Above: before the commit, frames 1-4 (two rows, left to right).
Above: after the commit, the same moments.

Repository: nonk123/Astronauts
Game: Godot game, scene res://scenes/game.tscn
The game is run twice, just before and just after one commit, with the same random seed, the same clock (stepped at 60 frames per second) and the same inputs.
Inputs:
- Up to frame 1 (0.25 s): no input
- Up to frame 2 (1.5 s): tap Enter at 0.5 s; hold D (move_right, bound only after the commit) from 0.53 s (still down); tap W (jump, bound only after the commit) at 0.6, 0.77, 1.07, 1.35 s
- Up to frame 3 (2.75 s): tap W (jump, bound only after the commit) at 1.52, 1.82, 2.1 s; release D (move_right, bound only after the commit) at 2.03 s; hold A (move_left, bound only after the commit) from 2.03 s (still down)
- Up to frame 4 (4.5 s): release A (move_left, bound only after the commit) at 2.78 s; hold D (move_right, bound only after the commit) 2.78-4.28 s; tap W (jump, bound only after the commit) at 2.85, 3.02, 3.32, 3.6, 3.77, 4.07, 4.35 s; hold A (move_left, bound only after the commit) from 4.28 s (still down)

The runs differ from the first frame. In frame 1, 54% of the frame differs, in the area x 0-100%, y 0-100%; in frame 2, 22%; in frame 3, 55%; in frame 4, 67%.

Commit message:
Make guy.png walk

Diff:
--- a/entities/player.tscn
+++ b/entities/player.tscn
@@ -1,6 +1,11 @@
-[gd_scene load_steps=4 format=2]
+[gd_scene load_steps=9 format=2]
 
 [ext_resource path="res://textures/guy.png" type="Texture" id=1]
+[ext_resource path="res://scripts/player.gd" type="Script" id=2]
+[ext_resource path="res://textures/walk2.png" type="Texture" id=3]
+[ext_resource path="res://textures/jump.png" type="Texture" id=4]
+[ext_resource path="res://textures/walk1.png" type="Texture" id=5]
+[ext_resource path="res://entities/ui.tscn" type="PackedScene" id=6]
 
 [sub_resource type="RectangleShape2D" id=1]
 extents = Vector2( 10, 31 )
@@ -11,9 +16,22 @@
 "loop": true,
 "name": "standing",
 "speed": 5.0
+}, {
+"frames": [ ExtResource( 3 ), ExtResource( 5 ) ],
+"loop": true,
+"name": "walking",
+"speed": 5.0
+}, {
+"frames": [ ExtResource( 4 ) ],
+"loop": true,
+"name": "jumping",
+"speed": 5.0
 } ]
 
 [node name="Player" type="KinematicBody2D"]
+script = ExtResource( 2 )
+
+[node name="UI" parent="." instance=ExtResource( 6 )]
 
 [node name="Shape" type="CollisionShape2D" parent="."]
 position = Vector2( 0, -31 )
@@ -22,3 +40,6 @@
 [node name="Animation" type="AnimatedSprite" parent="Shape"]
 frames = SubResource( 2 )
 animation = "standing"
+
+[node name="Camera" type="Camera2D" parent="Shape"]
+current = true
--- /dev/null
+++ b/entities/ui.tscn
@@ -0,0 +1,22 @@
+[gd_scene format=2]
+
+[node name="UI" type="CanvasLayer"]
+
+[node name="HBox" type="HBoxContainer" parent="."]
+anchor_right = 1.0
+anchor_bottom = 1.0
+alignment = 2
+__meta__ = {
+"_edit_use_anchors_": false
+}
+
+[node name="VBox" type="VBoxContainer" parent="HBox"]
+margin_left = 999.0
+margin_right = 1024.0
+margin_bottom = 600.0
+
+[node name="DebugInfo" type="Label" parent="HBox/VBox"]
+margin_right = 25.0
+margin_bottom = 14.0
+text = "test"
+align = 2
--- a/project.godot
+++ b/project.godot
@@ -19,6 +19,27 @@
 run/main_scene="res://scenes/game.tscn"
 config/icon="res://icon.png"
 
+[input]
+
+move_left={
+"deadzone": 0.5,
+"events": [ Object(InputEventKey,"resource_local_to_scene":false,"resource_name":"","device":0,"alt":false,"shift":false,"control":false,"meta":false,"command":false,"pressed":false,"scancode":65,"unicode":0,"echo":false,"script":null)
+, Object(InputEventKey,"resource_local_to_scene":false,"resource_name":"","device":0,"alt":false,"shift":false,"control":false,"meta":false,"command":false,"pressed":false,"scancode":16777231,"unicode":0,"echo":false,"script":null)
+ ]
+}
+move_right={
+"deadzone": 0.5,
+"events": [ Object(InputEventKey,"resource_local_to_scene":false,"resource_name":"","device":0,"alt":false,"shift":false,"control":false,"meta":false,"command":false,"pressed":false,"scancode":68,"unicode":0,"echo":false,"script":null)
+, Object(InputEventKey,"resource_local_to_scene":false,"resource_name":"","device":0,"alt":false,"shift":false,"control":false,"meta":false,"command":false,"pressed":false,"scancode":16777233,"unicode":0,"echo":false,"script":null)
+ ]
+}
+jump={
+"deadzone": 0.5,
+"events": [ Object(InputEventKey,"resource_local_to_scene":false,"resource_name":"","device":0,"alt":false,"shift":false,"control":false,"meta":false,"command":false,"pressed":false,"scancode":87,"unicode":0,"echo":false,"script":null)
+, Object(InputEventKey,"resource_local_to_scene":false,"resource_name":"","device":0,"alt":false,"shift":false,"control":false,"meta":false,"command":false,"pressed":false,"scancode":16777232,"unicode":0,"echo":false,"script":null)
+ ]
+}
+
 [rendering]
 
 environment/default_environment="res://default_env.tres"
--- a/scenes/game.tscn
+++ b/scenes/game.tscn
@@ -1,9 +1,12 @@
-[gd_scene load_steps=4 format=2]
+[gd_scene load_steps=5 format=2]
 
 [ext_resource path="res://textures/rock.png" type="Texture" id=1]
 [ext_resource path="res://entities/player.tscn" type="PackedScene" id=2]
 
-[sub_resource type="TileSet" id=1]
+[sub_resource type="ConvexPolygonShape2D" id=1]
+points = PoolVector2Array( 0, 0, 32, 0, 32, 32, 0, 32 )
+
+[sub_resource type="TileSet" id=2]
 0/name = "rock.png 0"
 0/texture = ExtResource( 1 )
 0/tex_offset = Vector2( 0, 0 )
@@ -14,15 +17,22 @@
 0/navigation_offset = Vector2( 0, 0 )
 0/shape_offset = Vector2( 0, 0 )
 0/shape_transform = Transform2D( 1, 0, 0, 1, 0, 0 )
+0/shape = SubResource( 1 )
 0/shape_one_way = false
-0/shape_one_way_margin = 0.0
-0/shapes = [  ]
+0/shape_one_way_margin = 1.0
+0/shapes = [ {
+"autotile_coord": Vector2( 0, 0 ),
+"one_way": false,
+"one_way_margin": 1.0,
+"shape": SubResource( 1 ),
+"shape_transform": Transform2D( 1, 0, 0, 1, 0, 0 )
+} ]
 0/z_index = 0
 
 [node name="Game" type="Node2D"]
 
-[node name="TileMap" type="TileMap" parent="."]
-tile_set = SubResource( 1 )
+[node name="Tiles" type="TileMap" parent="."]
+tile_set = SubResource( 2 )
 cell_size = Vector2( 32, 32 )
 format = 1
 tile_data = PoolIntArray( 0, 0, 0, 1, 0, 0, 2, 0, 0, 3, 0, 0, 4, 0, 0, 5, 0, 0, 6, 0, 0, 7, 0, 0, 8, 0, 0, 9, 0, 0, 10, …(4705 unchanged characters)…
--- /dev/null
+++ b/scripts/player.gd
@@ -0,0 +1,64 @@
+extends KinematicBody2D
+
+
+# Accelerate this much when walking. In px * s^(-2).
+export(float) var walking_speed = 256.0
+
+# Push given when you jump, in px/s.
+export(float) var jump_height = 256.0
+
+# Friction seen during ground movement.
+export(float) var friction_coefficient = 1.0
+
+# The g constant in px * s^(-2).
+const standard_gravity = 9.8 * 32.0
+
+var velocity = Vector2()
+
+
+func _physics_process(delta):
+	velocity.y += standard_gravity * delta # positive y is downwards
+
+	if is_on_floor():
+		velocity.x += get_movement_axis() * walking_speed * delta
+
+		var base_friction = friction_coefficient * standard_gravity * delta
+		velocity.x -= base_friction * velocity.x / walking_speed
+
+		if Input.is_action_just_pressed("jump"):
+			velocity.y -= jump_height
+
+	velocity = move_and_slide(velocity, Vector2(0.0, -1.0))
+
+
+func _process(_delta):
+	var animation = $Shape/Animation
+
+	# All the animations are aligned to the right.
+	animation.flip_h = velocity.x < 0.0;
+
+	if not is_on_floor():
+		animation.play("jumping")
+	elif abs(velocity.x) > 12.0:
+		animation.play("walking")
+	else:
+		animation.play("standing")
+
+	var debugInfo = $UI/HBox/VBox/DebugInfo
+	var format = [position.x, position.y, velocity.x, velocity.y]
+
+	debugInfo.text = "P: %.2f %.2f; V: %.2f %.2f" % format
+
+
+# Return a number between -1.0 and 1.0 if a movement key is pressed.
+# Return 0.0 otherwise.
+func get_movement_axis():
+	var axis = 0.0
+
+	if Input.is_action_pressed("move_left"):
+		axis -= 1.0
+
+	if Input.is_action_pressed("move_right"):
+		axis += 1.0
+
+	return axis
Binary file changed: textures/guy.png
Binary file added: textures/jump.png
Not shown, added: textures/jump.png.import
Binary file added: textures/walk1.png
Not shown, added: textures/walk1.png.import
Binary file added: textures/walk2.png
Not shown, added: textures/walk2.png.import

= = = =

**Assignment:**
Which of the lines in the data contain the string "rock"? Return each one.

**Task solution:**
 [ext_resource path="res://textures/rock.png" type="Texture" id=1]
 0/name = "rock.png 0"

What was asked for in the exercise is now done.